Goutte is a screen scraping and web crawling library for PHP. When using Goutte for web scraping, managing cookies is essential for maintaining sessions, handling authentication, and preserving state across different requests.
Here's how you can manage cookies in a Goutte web scraping session:
Setting Cookies
To set a cookie manually in Goutte, you can use the setCookie
method on the CookieJar
associated with the client. Here's an example:
use Goutte\Client;
$client = new Client();
$cookieJar = $client->getCookieJar();
$cookieJar->set(new \Symfony\Component\BrowserKit\Cookie('cookie_name', 'cookie_value'));
// Now, when you make a request, the cookie will be included
$crawler = $client->request('GET', 'http://example.com');
Getting Cookies
To retrieve cookies that have been set in a Goutte session, you can again use the CookieJar
:
$cookies = $cookieJar->all();
foreach ($cookies as $cookie) {
echo $cookie->getName() . ': ' . $cookie->getValue() . "\n";
}
Using Cookies from a Response
After you make a request, cookies may be set by the server. Goutte automatically handles these cookies for you.

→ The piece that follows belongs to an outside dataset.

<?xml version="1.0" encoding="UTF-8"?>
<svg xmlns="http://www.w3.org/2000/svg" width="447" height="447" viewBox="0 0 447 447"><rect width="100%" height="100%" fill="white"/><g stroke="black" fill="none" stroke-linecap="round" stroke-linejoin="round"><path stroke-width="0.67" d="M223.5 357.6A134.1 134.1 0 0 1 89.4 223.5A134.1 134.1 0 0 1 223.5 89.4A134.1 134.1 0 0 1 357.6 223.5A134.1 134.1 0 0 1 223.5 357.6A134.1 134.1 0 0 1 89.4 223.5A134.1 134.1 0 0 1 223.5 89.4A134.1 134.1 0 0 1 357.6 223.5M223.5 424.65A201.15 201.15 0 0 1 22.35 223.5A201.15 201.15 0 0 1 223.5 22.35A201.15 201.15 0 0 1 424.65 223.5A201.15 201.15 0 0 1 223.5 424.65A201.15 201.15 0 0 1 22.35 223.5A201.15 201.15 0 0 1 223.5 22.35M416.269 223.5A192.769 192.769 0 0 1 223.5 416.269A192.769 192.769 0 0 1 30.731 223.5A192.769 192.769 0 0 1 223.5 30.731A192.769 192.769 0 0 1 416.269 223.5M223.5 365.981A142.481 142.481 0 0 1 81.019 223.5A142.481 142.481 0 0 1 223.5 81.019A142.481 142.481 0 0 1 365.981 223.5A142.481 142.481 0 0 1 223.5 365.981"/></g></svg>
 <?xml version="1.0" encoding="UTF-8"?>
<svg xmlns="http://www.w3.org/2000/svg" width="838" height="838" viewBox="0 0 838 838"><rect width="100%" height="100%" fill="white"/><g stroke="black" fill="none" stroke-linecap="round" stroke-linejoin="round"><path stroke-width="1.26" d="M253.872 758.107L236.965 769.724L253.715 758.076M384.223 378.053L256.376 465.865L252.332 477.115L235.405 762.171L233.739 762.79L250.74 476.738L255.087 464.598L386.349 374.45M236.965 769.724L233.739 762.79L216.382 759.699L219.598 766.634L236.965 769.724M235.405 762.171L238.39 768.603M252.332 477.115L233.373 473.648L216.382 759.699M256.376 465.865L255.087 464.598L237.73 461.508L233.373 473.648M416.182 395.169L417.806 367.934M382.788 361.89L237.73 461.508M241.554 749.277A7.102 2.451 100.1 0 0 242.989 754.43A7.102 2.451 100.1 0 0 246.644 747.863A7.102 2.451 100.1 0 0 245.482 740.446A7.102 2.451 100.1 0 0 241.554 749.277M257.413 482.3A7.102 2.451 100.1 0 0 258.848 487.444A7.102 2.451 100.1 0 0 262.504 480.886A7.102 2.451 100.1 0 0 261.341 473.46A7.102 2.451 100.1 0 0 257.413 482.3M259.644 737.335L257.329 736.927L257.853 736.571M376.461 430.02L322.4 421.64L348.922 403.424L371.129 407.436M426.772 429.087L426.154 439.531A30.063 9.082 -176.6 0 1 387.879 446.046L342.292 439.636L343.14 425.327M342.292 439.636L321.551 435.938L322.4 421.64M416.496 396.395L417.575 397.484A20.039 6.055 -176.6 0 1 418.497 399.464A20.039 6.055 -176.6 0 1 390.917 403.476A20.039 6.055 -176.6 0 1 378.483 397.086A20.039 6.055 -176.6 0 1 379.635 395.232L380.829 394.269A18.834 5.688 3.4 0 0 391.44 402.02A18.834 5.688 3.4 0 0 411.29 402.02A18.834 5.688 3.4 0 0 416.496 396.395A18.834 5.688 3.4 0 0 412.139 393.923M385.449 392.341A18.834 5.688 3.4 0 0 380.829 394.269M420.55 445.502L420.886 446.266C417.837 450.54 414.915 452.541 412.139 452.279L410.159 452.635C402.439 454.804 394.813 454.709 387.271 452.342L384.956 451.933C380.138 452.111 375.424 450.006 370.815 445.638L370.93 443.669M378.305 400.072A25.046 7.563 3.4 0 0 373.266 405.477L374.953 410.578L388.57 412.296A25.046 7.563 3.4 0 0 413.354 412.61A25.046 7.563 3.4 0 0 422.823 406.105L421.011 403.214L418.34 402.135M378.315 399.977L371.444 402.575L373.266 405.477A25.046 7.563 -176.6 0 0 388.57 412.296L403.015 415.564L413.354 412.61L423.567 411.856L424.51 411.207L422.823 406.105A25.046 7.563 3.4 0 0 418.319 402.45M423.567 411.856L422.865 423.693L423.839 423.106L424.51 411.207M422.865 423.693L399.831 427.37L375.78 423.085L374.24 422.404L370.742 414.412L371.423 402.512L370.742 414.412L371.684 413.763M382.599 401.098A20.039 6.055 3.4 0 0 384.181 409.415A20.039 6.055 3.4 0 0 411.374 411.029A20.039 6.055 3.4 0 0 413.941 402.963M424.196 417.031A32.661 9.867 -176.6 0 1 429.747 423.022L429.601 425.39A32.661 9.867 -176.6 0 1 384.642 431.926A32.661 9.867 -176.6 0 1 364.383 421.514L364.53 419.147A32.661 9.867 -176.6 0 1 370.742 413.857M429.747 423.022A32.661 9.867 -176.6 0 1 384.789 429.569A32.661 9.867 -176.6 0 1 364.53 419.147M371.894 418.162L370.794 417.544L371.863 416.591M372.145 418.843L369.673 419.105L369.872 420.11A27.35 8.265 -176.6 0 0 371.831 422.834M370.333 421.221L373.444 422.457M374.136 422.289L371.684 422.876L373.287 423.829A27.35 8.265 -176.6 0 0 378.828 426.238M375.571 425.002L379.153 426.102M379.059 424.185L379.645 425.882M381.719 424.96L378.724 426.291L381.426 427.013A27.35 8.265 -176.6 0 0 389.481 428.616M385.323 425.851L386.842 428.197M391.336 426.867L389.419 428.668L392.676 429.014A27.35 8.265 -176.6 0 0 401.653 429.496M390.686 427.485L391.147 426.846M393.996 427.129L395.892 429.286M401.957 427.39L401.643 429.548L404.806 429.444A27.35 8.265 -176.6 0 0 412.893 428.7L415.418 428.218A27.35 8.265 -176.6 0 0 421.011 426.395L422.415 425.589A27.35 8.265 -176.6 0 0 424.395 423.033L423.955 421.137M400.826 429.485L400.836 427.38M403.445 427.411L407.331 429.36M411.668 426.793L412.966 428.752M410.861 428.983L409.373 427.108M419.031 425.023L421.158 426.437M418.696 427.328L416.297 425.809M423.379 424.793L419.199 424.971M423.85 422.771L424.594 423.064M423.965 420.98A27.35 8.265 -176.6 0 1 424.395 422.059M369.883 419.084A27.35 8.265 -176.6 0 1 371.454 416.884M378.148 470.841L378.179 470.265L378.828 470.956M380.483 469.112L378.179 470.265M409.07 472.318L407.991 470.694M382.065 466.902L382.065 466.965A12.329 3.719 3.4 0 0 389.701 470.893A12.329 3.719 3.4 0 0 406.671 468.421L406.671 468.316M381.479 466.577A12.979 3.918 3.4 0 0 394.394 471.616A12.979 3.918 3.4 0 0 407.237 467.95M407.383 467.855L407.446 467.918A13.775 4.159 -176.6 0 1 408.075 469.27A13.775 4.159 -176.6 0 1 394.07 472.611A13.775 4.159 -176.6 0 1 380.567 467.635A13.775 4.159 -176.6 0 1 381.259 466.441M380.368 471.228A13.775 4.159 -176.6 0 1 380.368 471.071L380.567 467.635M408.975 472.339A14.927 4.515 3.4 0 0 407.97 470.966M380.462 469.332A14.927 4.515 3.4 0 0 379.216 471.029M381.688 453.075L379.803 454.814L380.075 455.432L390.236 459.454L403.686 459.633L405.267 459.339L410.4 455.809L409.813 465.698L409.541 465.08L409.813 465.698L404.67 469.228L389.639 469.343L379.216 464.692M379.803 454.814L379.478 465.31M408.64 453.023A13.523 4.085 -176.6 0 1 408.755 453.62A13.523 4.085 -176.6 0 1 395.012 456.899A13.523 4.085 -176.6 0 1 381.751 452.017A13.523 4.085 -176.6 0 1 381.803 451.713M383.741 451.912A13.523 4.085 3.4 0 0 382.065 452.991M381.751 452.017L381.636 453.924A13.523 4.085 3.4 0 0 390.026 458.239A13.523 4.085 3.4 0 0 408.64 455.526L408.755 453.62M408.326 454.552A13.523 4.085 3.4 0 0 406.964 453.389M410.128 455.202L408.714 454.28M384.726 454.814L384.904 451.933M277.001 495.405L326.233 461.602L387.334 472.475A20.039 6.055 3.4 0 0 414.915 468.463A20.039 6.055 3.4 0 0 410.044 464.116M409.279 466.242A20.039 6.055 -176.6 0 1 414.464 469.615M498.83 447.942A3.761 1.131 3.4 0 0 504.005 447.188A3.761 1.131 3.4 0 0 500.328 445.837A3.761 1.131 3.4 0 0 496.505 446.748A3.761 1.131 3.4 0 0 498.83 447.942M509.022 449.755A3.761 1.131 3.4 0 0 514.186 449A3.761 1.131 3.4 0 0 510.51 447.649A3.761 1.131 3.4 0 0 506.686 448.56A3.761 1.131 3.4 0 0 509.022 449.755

However, if you need to inspect them, you can do so like this:
$crawler = $client->request('GET', 'http://example.com');
$responseCookies = $client->getCookieJar()->all();
foreach ($responseCookies as $cookie) {
echo $cookie->getName() . ': ' . $cookie->getValue() . "\n";
}
Clearing Cookies
To clear all cookies, you can use the clear
method:
$cookieJar->clear();
If you want to clear cookies for a specific domain:
$cookieJar->clear('example.com');
Example of a Session with Cookies
Here's a more concrete example where we log in to a website using Goutte, and we need to maintain the session cookies:
$client = new Client();
// Go to the login page
$crawler = $client->request('GET', 'http://example.com/login');
// Submit the login form with credentials
$form = $crawler->selectButton('Login')->form();
$crawler = $client->submit($form, array('username' => 'user', 'password' => 'pass'));
// Now, you are logged in, and the session cookie is set
// You can make further requests that require authentication
$crawler = $client->request('GET', 'http://example.com/protected-page');
// Cookies are handled automatically, but you can still access them if needed
$cookies = $client->getCookieJar()->all();
// Do something with the cookies
In the above example, the session cookies that are set upon login will be used for subsequent requests, allowing you to access pages that require authentication.
Remember that while managing cookies is important for many scraping tasks, you should always ensure that you are in compliance with the website's terms of service and applicable laws regarding data privacy and protection.